DATA EXCERPTS >>
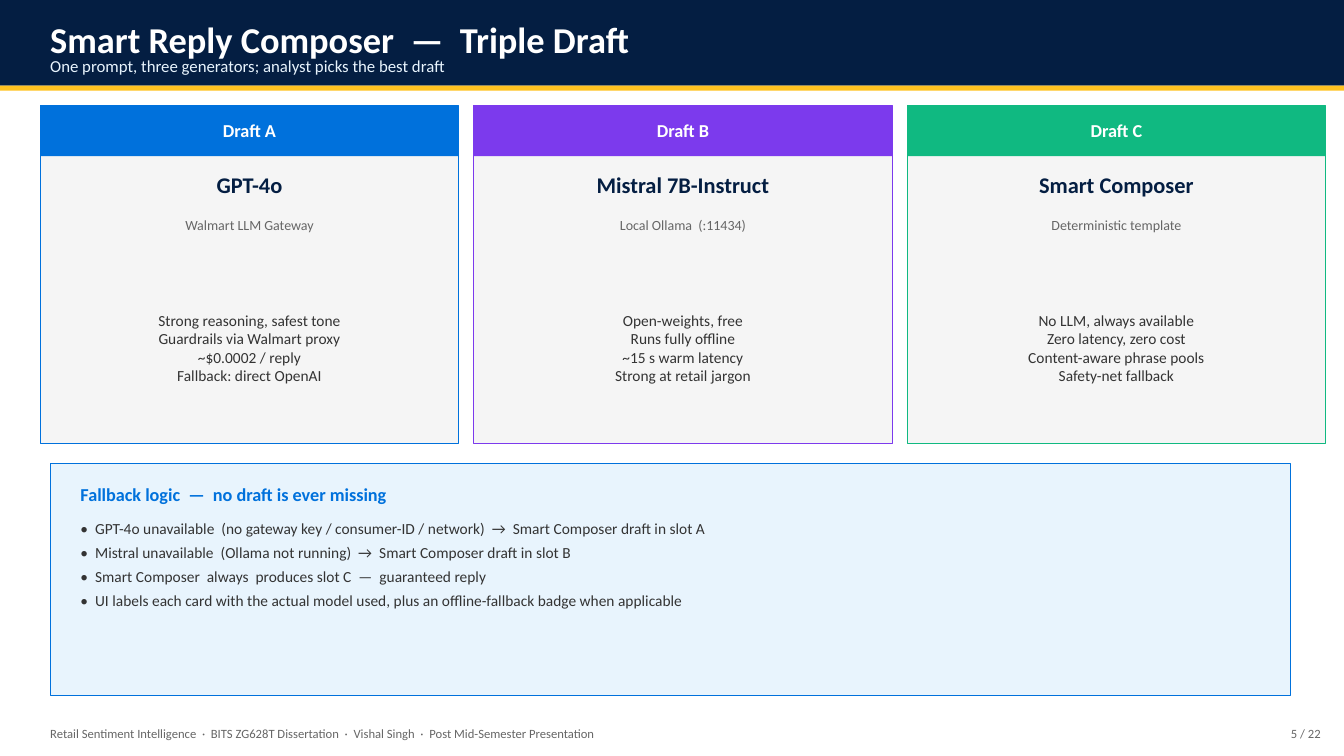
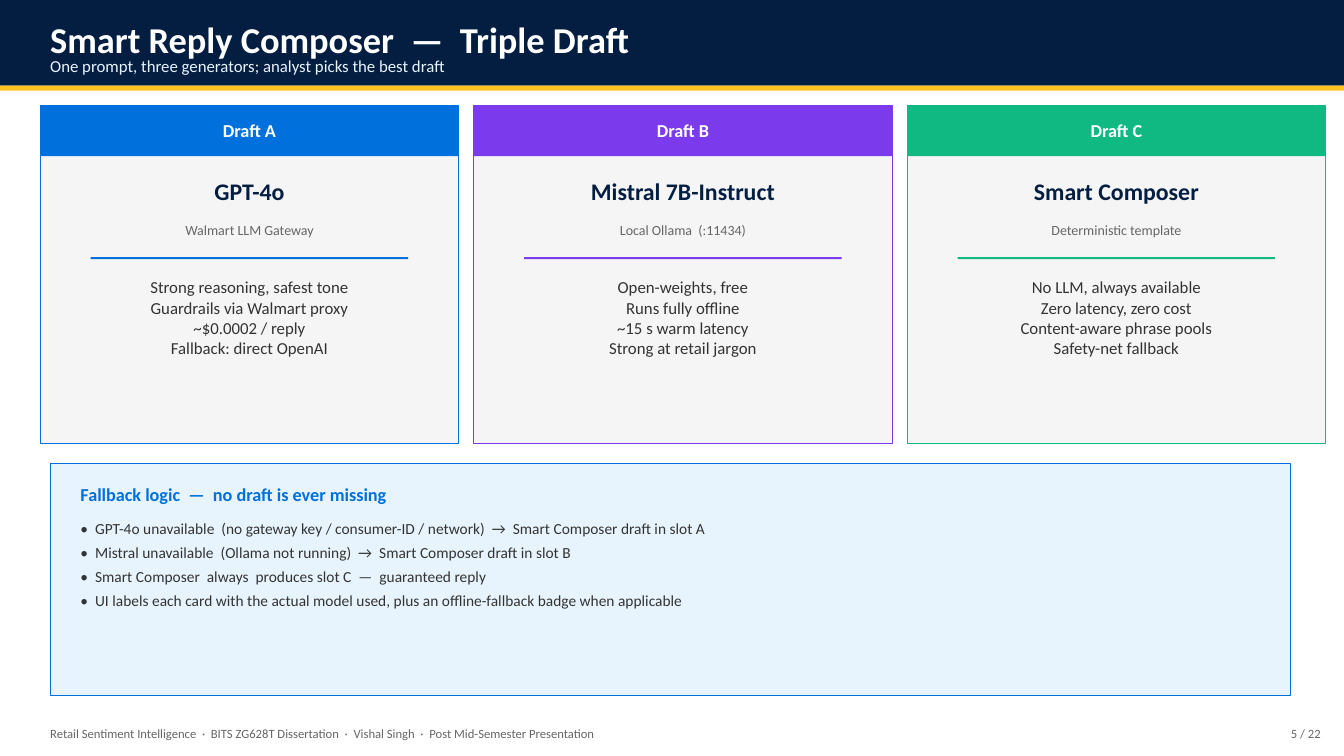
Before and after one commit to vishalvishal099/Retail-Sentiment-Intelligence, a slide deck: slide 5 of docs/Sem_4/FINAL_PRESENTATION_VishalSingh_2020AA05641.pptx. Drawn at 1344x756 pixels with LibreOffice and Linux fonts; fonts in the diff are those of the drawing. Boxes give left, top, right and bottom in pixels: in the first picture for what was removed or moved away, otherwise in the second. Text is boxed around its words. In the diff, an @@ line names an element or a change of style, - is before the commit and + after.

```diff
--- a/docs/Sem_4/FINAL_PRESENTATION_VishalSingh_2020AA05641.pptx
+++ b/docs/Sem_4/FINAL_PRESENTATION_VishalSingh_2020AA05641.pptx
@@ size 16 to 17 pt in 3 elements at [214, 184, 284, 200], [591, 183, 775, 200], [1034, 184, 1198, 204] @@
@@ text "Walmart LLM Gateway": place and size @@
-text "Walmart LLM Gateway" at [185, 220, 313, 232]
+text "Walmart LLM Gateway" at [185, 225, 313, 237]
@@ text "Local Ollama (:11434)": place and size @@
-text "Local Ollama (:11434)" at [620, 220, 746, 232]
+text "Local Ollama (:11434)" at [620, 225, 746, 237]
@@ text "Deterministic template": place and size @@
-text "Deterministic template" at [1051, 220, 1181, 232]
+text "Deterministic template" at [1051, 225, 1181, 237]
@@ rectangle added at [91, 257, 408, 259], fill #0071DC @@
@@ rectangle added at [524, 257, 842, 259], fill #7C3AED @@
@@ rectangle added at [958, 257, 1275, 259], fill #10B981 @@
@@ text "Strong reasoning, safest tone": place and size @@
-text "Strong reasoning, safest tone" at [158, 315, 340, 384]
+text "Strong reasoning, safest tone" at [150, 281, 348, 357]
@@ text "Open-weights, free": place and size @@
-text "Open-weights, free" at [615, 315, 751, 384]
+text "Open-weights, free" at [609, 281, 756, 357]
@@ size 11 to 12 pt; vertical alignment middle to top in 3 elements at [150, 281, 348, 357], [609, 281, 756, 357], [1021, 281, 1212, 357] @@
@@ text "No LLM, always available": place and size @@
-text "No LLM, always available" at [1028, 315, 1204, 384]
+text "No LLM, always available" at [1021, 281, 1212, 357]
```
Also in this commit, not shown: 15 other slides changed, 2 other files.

YOUR TASK >>
Write out the data exactly, but not its pictures.

WRITTEN SOLUTION >>
Before and after one commit to vishalvishal099/Retail-Sentiment-Intelligence, a slide deck: slide 5 of docs/Sem_4/FINAL_PRESENTATION_VishalSingh_2020AA05641.pptx. Drawn at 1344x756 pixels with LibreOffice and Linux fonts; fonts in the diff are those of the drawing. Boxes give left, top, right and bottom in pixels: in the first picture for what was removed or moved away, otherwise in the second. Text is boxed around its words. In the diff, an @@ line names an element or a change of style, - is before the commit and + after.

```diff
--- a/docs/Sem_4/FINAL_PRESENTATION_VishalSingh_2020AA05641.pptx
+++ b/docs/Sem_4/FINAL_PRESENTATION_VishalSingh_2020AA05641.pptx
@@ size 16 to 17 pt in 3 elements at [214, 184, 284, 200], [591, 183, 775, 200], [1034, 184, 1198, 204] @@
@@ text "Walmart LLM Gateway": place and size @@
-text "Walmart LLM Gateway" at [185, 220, 313, 232]
+text "Walmart LLM Gateway" at [185, 225, 313, 237]
@@ text "Local Ollama (:11434)": place and size @@
-text "Local Ollama (:11434)" at [620, 220, 746, 232]
+text "Local Ollama (:11434)" at [620, 225, 746, 237]
@@ text "Deterministic template": place and size @@
-text "Deterministic template" at [1051, 220, 1181, 232]
+text "Deterministic template" at [1051, 225, 1181, 237]
@@ rectangle added at [91, 257, 408, 259], fill #0071DC @@
@@ rectangle added at [524, 257, 842, 259], fill #7C3AED @@
@@ rectangle added at [958, 257, 1275, 259], fill #10B981 @@
@@ text "Strong reasoning, safest tone": place and size @@
-text "Strong reasoning, safest tone" at [158, 315, 340, 384]
+text "Strong reasoning, safest tone" at [150, 281, 348, 357]
@@ text "Open-weights, free": place and size @@
-text "Open-weights, free" at [615, 315, 751, 384]
+text "Open-weights, free" at [609, 281, 756, 357]
@@ size 11 to 12 pt; vertical alignment middle to top in 3 elements at [150, 281, 348, 357], [609, 281, 756, 357], [1021, 281, 1212, 357] @@
@@ text "No LLM, always available": place and size @@
-text "No LLM, always available" at [1028, 315, 1204, 384]
+text "No LLM, always available" at [1021, 281, 1212, 357]
```
Also in this commit, not shown: 15 other slides changed, 2 other files.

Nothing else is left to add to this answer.